Drag & drop UI to build your customized LLM flow using LangchainJS

⚡Quick Start

Download and Install NodeJS >= 18.15.0

🐳 Docker

Docker Compose

Docker Image

👨‍💻 Developers

Flowise has 3 different modules in a single mono repository.

Prerequisite

Setup

🔒 Authentication

To enable app level authentication, add FLOWISE_USERNAME and FLOWISE_PASSWORD to the .env file in packages/server:

FLOWISE_USERNAME=user

FLOWISE_PASSWORD=1234


📖 Documentation

Flowise Docs

🌐 Self Host

💻 Cloud Hosted

Coming soon

🙋 Support

Feel free to ask any questions, raise problems, and request new features in discussion

🙌 Contributing

See contributing guide. Reach out to us at Discord if you have any questions or issues. 

📄 License

Source code in this repository is made available under the MIT License.


Flowise AI

ALL 5 STAR AI.IO PAGE STUDY

How AI and IoT are Creating An Impact On Industries Today


HELLO AND WELCOME  TO THE 


5 STAR AI.IOT TOOLS FOR YOUR BUSINESS


ARE NEW WEBSITE IS ABOUT 5 STAR AI and io’t TOOLS on the net.

We prevaid you the best

Artificial Intelligence  tools and services that can be used to create and improve BUSINESS websites AND CHANNELS .

This site is  includes tools for creating interactive visuals, animations, and videos.

 as well as tools for SEO, marketing, and web development.

 It also includes tools for creating and editing text, images, and audio. The website is intended to provide users with a comprehensive list of AI-based tools to help them create and improve their business.

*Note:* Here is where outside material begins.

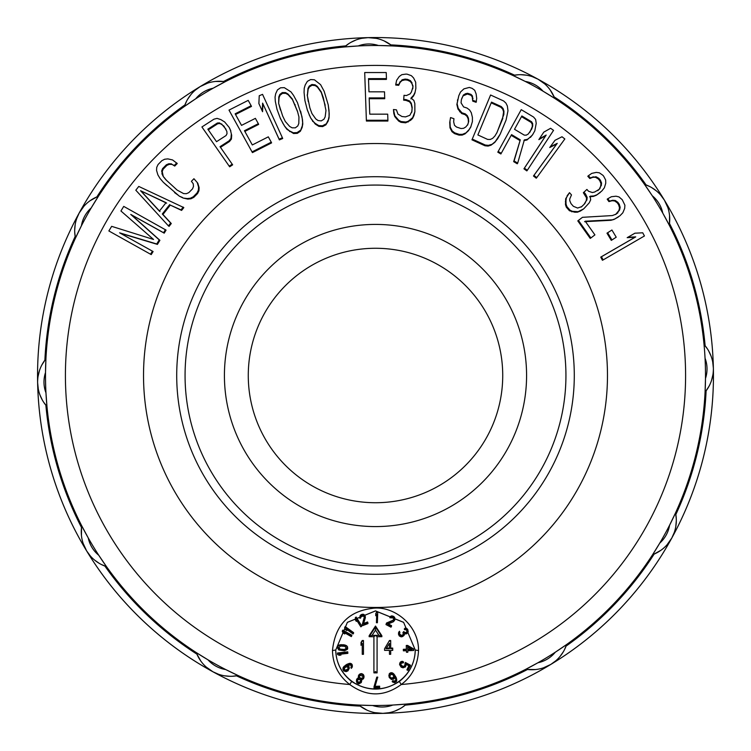 <?xml version="1.0" encoding="UTF-8"?>
<svg xmlns="http://www.w3.org/2000/svg" width="751" height="751" viewBox="0 0 751 751"><rect width="100%" height="100%" fill="white"/><g stroke="black" fill="none" stroke-linecap="round" stroke-linejoin="round"><path stroke-width="1.13" d="M388.999 712.718L382.869 713.366A337.95 337.95 0 0 0 713.45 375.5A337.95 337.95 0 0 0 713.45 374.017A337.95 337.95 0 0 0 664.419 200.179L667.855 207.605M532.421 76.715L538.054 79.212A337.95 337.95 0 0 1 713.45 374.496A337.95 337.95 0 0 1 713.45 375.5A337.95 337.95 0 0 1 671.788 538.054L667.076 544.747M362.001 38.282L368.131 37.634A337.95 337.95 0 0 0 79.212 212.946A337.95 337.95 0 0 1 200.179 86.581L207.67 83.126M704.767 353.599L705.039 358.171A30.322 30.322 0 0 1 705.489 378.448A329.999 329.999 0 0 1 669.563 525.259A30.322 30.322 0 0 1 659.8 543.048A329.999 329.999 0 0 0 669.563 525.259L675.534 512.895A36.686 36.686 0 0 1 676.313 520.405A36.686 36.686 0 0 0 675.534 512.895L676.257 518.425M676.313 520.809L675.806 526.451M674.285 532.421L671.788 538.054A337.95 337.95 0 0 1 550.821 664.419L543.395 667.855M713.356 370.262L713.215 372.383M712.952 374.524L711.544 380.391M709.188 385.958L705.827 391.215M708.662 350.933L711.047 356.068M712.718 362.001L713.366 368.131A337.95 337.95 0 0 0 664.419 200.179L660.786 195.204M704.485 349.656L704.034 344.474A36.686 36.686 0 0 1 708.465 350.586A36.686 36.686 0 0 0 704.034 344.474L707.423 348.896M649.653 186.501L644.508 184.361A36.686 36.686 0 0 1 669.254 225.15L662.748 213.059A329.999 329.999 0 0 0 652.225 195.72A30.322 30.322 0 0 1 662.748 213.059A329.999 329.999 0 0 1 705.499 374.496A329.999 329.999 0 0 1 705.499 375.5A329.999 329.999 0 0 1 705.489 378.448L705.076 392.172A36.686 36.686 0 0 0 713.366 368.093A36.686 36.686 0 0 1 705.076 392.172A329.999 329.999 0 0 1 675.534 512.895M708.465 350.586A36.686 36.686 0 0 1 713.366 368.093A36.686 36.686 0 0 0 708.465 350.586M43.577 402.104L46.966 406.526A36.686 36.686 0 0 1 45.924 358.828L45.511 372.552A329.999 329.999 0 0 0 45.501 375.5A329.999 329.999 0 0 0 45.501 376.504A329.999 329.999 0 0 0 45.961 392.829A30.322 30.322 0 0 1 45.511 372.552A329.999 329.999 0 0 1 81.437 225.741A30.322 30.322 0 0 1 91.2 207.952A329.999 329.999 0 0 0 81.437 225.741L75.466 238.105A36.686 36.686 0 0 1 98.409 196.274L91.2 207.952A329.999 329.999 0 0 1 195.72 98.775A30.322 30.322 0 0 1 213.059 88.252A329.999 329.999 0 0 1 358.171 45.961A30.322 30.322 0 0 1 378.448 45.511A329.999 329.999 0 0 1 525.259 81.437A30.322 30.322 0 0 1 543.048 91.2A329.999 329.999 0 0 1 652.225 195.72L644.508 184.361A329.999 329.999 0 0 0 554.726 98.409L543.048 91.2A329.999 329.999 0 0 0 525.259 81.437L512.895 75.466A36.686 36.686 0 0 1 554.726 98.409M101.347 564.499L106.492 566.639A36.686 36.686 0 0 1 81.746 525.85L88.252 537.941A329.999 329.999 0 0 0 98.775 555.28A30.322 30.322 0 0 1 88.252 537.941A329.999 329.999 0 0 1 45.961 392.829L46.966 406.526M232.575 676.257L238.105 675.534A36.686 36.686 0 0 1 196.274 652.591L207.952 659.8A329.999 329.999 0 0 0 225.741 669.563A30.322 30.322 0 0 1 207.952 659.8A329.999 329.999 0 0 1 98.775 555.28L106.492 566.639A36.686 36.686 0 0 1 81.746 525.85M402.104 707.423L406.526 704.034A36.686 36.686 0 0 1 358.828 705.076L372.552 705.489A329.999 329.999 0 0 0 392.829 705.039A30.322 30.322 0 0 1 372.552 705.489A329.999 329.999 0 0 1 225.741 669.563L238.105 675.534M537.941 662.748A329.999 329.999 0 0 1 392.829 705.039L406.526 704.034A329.999 329.999 0 0 0 525.85 669.254L537.941 662.748A329.999 329.999 0 0 0 555.28 652.225A30.322 30.322 0 0 1 537.941 662.748M564.499 649.653L566.639 644.508A329.999 329.999 0 0 0 652.591 554.726L659.8 543.048A329.999 329.999 0 0 1 555.28 652.225L566.639 644.508A36.686 36.686 0 0 1 525.85 669.254M351.693 681.476L349.741 684.518C366.939 696.984 384.108 696.984 401.259 684.518C412.046 676.501 417.8 665.17 418.523 650.544C418.927 624.663 393.045 605.034 372.074 608.413C348.257 611.398 335.068 625.442 332.477 650.544C332.787 664.457 338.541 675.778 349.741 684.518A310.088 310.088 0 0 1 65.412 375.5A310.088 310.088 0 0 1 375.031 65.412A310.088 310.088 0 0 1 685.588 375.5A310.088 310.088 0 0 1 401.259 684.518L399.307 681.476C383.432 691.615 367.558 691.615 351.693 681.476C341.452 673.412 336.129 662.926 335.744 650.019L347.394 622.326L375.5 610.892L403.606 622.326L415.256 650.019C414.871 662.936 409.548 673.412 399.307 681.476M415.256 649.831A39.756 39.315 0 0 1 375.5 688.949A39.756 39.315 0 0 1 335.744 649.831M120.282 233.214L157.419 244.394L159.897 240.311L131.397 214.842L164.216 233.167L166.065 230.106L123.727 206.394L120.939 210.993L153.551 239.466L111.655 226.342L108.867 230.951L150.547 254.223L152.406 251.153L119.597 232.829L156.743 243.981L159.221 239.888L159.897 240.311M150.547 254.223L151.242 254.598L153.101 251.529L128.29 237.682M168.44 225.891L135.809 190.2L138.766 186.436L183.817 207.595L181.611 210.411L170.289 205.098L162.929 214.476L171.275 223.526L169.097 226.37L168.44 225.891L170.665 223.066L171.275 223.526M199.118 187.619L197.795 183.169L193.936 178.729L191.421 181.291L193.242 183.77L193.486 186.426L192.556 188.82L188.773 192.66L186.342 193.683L183.582 193.58L177.095 190.05L165.877 179.761L163.305 176.588L162.216 171.566L163.145 169.182L166.919 165.342L169.332 164.338L172.082 164.431L174.748 166.065L177.255 163.521L172.561 159.944L167.886 158.893L164.713 159.221L161.869 160.667L158.085 164.507L156.734 167.332L156.555 170.411L157.879 174.87L160.038 178.466L163.352 182.315L179.32 196.152L183.15 198.048L187.825 199.099L190.989 198.771L193.814 197.335L197.579 193.533L198.94 190.698L199.118 187.619L198.574 187.027L198.395 190.116L198.94 190.698M163.925 182.84L166.966 185.628M166.45 180.296L163.868 177.123M230.848 130.965L229.215 127.463L224.662 121.962L220.822 119.597L217.067 118.386L213.997 119.165L201.916 126.957L229.186 166.14L232.209 164.197L220.024 146.689L229.074 140.841L229.468 141.526L231.411 139.066L231.674 135.274L230.444 130.28L231.674 135.274M220.475 147.356L229.468 141.526M229.186 166.14L229.665 166.797L232.641 164.835L232.209 164.197M202.357 127.614L215.18 146.013M252.43 152.603L271.58 142.897L271.261 142.183L252.045 151.909L252.43 152.603M229.384 110.791L239.879 129.829M235.514 114.509L251.482 106.426L251.144 105.713L235.147 113.814L241.522 125.379L255.387 118.358L258.335 123.69L258.663 124.403L244.835 131.416M279.381 139.883L282.695 138.522L282.404 137.78L262.55 94.363L259.236 95.743L258.879 103.582L262.259 110.97L262.615 103.122L279.381 139.883L279.09 139.16L282.404 137.78M258.879 103.582L262.568 111.702L262.925 103.854M302.015 116.827L297.443 102.568L293.51 95.33L290.956 91.875L284.291 87.642L280.527 87.811L277.466 89.895L275.683 93.706L275.044 97.123L275.317 101.319L276.997 109.299L280.433 118.611L284.385 125.858L286.92 129.294L293.566 133.518L297.312 133.349L300.353 131.275L302.137 127.482L302.775 124.056L302.503 119.878L300.607 111.129M329.032 110.641L328.225 104.821L324.122 91.19L320.602 84.675L314.406 79.784L310.642 79.568L307.384 81.324L305.225 84.929L304.23 88.261L304.071 92.457L304.925 100.568L307.384 110.19L310.567 117.804L315.242 124.056L318.912 126.365L322.658 126.59L325.896 124.835L328.056 121.249L329.051 117.907L329.21 113.72L328.225 104.821M366.413 121.042L387.873 121.042L387.91 120.254L366.375 120.254L366.413 121.042M364.723 73.335L365.484 94.729M368.525 79.428L386.418 79.418L386.446 78.63L368.506 78.639L368.966 91.829L384.521 91.829L384.709 98.71L369.201 98.71M414.881 111.739L412.684 117.635L408.253 121.258L405.793 122.028L401.034 121.531L398.715 120.273L394.829 115.785L393.458 109.524L393.796 113.42L394.773 116.583L398.65 121.061L400.95 122.319L405.681 122.817L410.647 120.263L412.571 118.414L413.961 115.494L414.881 111.739L414.834 103.582L413.857 100.409L411.013 98.071L413.604 95.274L413.491 96.062L414.89 93.143L415.866 88.374L415.688 82.244L413.585 77.935L411.351 75.663L407.249 74.208A306.727 302.493 5.9 0 0 406.056 74.086L401.823 74.668L399.297 76.461L396.65 80.263L395.786 84.253L398.762 84.563L398.697 85.332L400.086 82.432L402.001 80.582L405.042 79.878L405.118 79.09A301.526 297.368 -174.1 0 1 407.502 79.343L407.417 80.122L410.309 81.446L411.952 83.652L412.947 86.863L412.787 88.843M393.458 109.524L396.434 109.834L397.936 114.068L401.963 116.527L405.54 116.893L409.849 115.297L411.905 111.43L412.177 107.384L411.266 103.206L409.624 100.991L406.122 99.611L406.038 100.399L409.52 101.77L411.163 103.985L412.074 108.163L411.792 112.218M406.038 100.399L403.634 100.146L404.019 95.311L403.738 99.357L406.122 99.611M407.417 80.122L405.042 79.878M395.786 84.253L395.721 85.051L398.697 85.332M410.919 98.86L413.491 96.062M472.736 101.141L472.445 95.959L471.027 94.41L470.774 95.161L472.182 96.701L472.736 101.141L476.134 102.305L476.697 98.447L476.134 93.969L474.716 90.289L472.163 88.374M470.774 95.161L467.366 94.035L463.114 95.837L463.348 95.077L461.358 99.761L461.067 102.878L463.611 106.933L467.028 108.06L469.582 109.984L471.281 112.678L472.407 117.334L472.398 121.615L470.699 127.21L468.417 130.74L465.01 133.885L462.175 135.086L459.039 135.124L454.524 133.622L451.989 131.716L450.009 127.848L449.736 122.413L450.544 117.569L449.736 122.413M461.696 98.569L463.114 95.837M450.544 117.569L453.942 118.696L453.66 121.803L454.496 125.295L456.486 127.022L461.03 128.534L463.592 128.308L465.864 126.919L467.854 124.366L468.708 121.455L468.436 118.16L467.3 115.645L465.32 113.908L461.903 112.781L458.213 108.341L457.096 103.685L458.805 95.715L456.861 104.455L457.988 109.111L461.658 113.532L465.066 114.659L467.038 116.377L468.164 118.893L468.436 122.188L467.582 125.117M497.406 139.17L500.25 134.044L506.099 119.972L507.976 110.791L507.366 106.022L505.967 103.15L503.658 100.981L490.591 95.001L472.266 139.085L485.334 145.056L484.977 145.769L488.084 146.069L491.032 145.187L494.759 142.418L500.25 134.044M472.266 139.085L471.966 139.817L484.977 145.769M498.185 151.458L497.791 152.171L500.879 153.974L511.562 134.626L520.293 139.846L513.665 161.643L517.251 163.784L517.692 163.127L524.348 139.911L527.39 139.357L526.958 140.015L532.44 135.02L534.825 130.805L536.214 123.352L535.632 119.447L533.576 117.043L521.241 109.655L498.185 151.458L501.264 153.298M523.926 140.568L526.958 140.015M511.159 135.33L519.88 140.512M524.395 168.177L546.165 135.067L539.321 138.944L543.78 132.148L538.871 139.592L545.695 135.715L523.945 168.815L526.855 170.899L527.333 170.252L524.395 168.177L523.945 168.815M533.952 175.387L557.242 143.328L550.22 146.877L554.998 140.306L549.741 147.506L556.744 143.957L533.463 175.997L536.28 178.212L536.777 177.593L533.952 175.387L533.463 175.997M583.715 208.862L578.101 211.688L572.384 211.331L570.056 210.233L569.436 210.731L574.815 212.233L577.481 212.186L580.485 210.993L583.715 208.862L589.225 202.854L590.662 199.86L590.173 196.218L593.975 195.927L593.356 196.424L596.36 195.232L601.795 191.017L604.367 187.788L605.757 183.197L605.653 180.005L603.635 176.156A306.727 302.493 48.7 0 0 602.846 175.255L599.336 172.805L596.275 172.401L591.75 173.387L588.399 175.725L590.37 177.968L589.798 178.503L592.792 177.311L595.459 177.264L598.162 178.813L598.754 178.287A301.433 297.283 -131.2 0 1 600.331 180.09L599.73 180.606L600.96 183.544L600.659 186.276L599.204 189.308L597.74 190.651M569.436 210.731L566.301 207.145L565.475 204.666L565.681 198.743L569.511 192.678L567.108 195.758M599.204 189.308L594.623 192.031L592.351 192.528L588.493 191.233L586.916 189.43L583.349 192.716L586.559 197.907L586.259 200.648L584.09 204.328L581.133 207.116M599.73 180.606L598.162 178.813M588.399 175.725L587.808 176.269L589.798 178.503M589.563 196.724L593.356 196.424M581.828 217.799L577.791 220.878L582.457 217.321L612.337 215.565L616.261 214.073L619.594 210.027L620.176 207.332L619.256 204.272L618.608 204.723L619.519 207.774L618.946 210.468L615.595 214.514M618.608 204.723L617.228 202.779L617.866 202.319L619.256 204.272M617.866 202.319L615.322 200.498L612.666 200.264L609.568 201.137L607.831 198.705L607.193 199.184L608.939 201.606L612.046 200.733L614.693 200.958L617.228 202.779M584.588 221.686L610.976 220.287L614.093 219.414L619.932 215.781L622.814 212.824L624.672 208.403L624.907 205.22L622.25 199.719L619.012 196.922L616.008 196.208L611.408 196.724L607.831 198.705M577.791 220.878L590.211 238.386L590.877 237.964L578.42 220.4M611.258 230.454L606.977 233.176L611.276 240.358L611.971 239.963L616.224 237.194L611.915 230.013L607.653 232.782L611.971 239.963M601.448 256.748L635.731 236.875L627.874 237.278L634.905 233.204L627.179 237.663L635.017 237.25L600.753 257.114L602.424 260.278L603.137 259.912L601.448 256.748L600.753 257.114M392.172 45.924L378.448 45.511A329.999 329.999 0 0 0 358.171 45.961L344.474 46.966A36.686 36.686 0 0 1 392.172 45.924A329.999 329.999 0 0 1 512.895 75.466L518.425 74.743M213.059 88.252A329.999 329.999 0 0 0 195.72 98.775L184.361 106.492A36.686 36.686 0 0 1 225.15 81.746L213.059 88.252M223.948 81.568L215.659 81.427M187.647 99.254L190.895 94.617M195.204 90.214L200.179 86.581A337.95 337.95 0 0 1 368.131 37.634L376.335 38.376M225.15 81.746A36.686 36.686 0 0 0 184.361 106.492L186.501 101.347M348.896 43.577L344.474 46.966M350.933 42.338L356.068 39.953M664.419 200.179A337.95 337.95 0 0 0 368.131 37.634A337.95 337.95 0 0 1 538.054 79.212L544.747 83.924M550.248 90.036L554.276 97.283M651.746 187.647L656.383 190.895M669.432 223.948L669.563 215.65M391.215 45.173L384.108 40.911M520.809 74.687L526.451 75.194M704.034 344.474A329.999 329.999 0 0 0 669.254 225.15A36.686 36.686 0 0 0 644.508 184.361M76.715 218.579L79.212 212.946L83.924 206.253M90.036 200.752L97.283 196.724M74.687 230.191L75.194 224.549M98.409 196.274A36.686 36.686 0 0 0 75.466 238.105L74.743 232.575M45.173 359.785L41.812 365.042M38.048 376.476L39.456 370.609M37.644 380.738L37.785 378.617M42.338 400.067L39.953 394.932M38.282 388.999L37.634 382.869A337.95 337.95 0 0 1 37.55 376.504A337.95 337.95 0 0 1 37.55 375.5A337.95 337.95 0 0 1 200.179 86.581M81.568 527.052L81.437 535.35M90.214 555.796L86.581 550.821L83.145 543.395M99.254 563.353L94.617 560.105M196.724 653.717L200.752 660.964M218.579 674.285L212.946 671.788L206.253 667.076M230.191 676.313L224.549 675.806M359.785 705.827L366.901 710.099M555.796 660.786L550.821 664.419A337.95 337.95 0 0 1 382.869 713.366L374.721 712.633M400.067 708.662L394.932 711.047M527.052 669.432L535.35 669.563M563.353 651.746L560.105 656.383M653.717 554.276L660.964 550.248M671.807 538.026A36.686 36.686 0 0 1 652.591 554.726A36.686 36.686 0 0 0 676.313 520.405A36.686 36.686 0 0 1 671.807 538.026M713.45 375.5A337.95 337.95 0 0 1 86.581 550.821A337.95 337.95 0 0 1 37.55 376.504A337.95 337.95 0 0 1 37.55 375.5A337.95 337.95 0 0 1 79.212 212.946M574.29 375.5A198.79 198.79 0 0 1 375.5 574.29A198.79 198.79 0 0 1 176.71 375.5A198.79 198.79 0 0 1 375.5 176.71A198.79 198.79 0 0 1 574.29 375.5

https://studio.d-id.com/share?id=078f9242d5185a9494e00852e89e17f7&utm_source=copy

This website is a collection of Artificial Intelligence (AI) tools and services that can be used to create and improve websites. It includes tools for creating interactive visuals, animations, and videos, as well as tools for SEO, marketing, and web development. It also includes tools for creating and editing text, images, and audio. The website is intended to provide users with a comprehensive list of AI-based tools to help them create and improve their websites.



אתר זה הוא אוסף של כלים ושירותים של בינה מלאכותית (AI) שניתן להשתמש בהם כדי ליצור ולשפר אתרים. הוא כולל כלים ליצירת ויזואליה אינטראקטיבית, אנימציות וסרטונים, כמו גם כלים לקידום אתרים, שיווק ופיתוח אתרים. הוא כולל גם כלים ליצירה ועריכה של טקסט, תמונות ואודיו. האתר נועד לספק למשתמשים רשימה מקיפה של כלים מבוססי AI שיסייעו להם ליצור ולשפר את אתרי האינטרנט שלהם.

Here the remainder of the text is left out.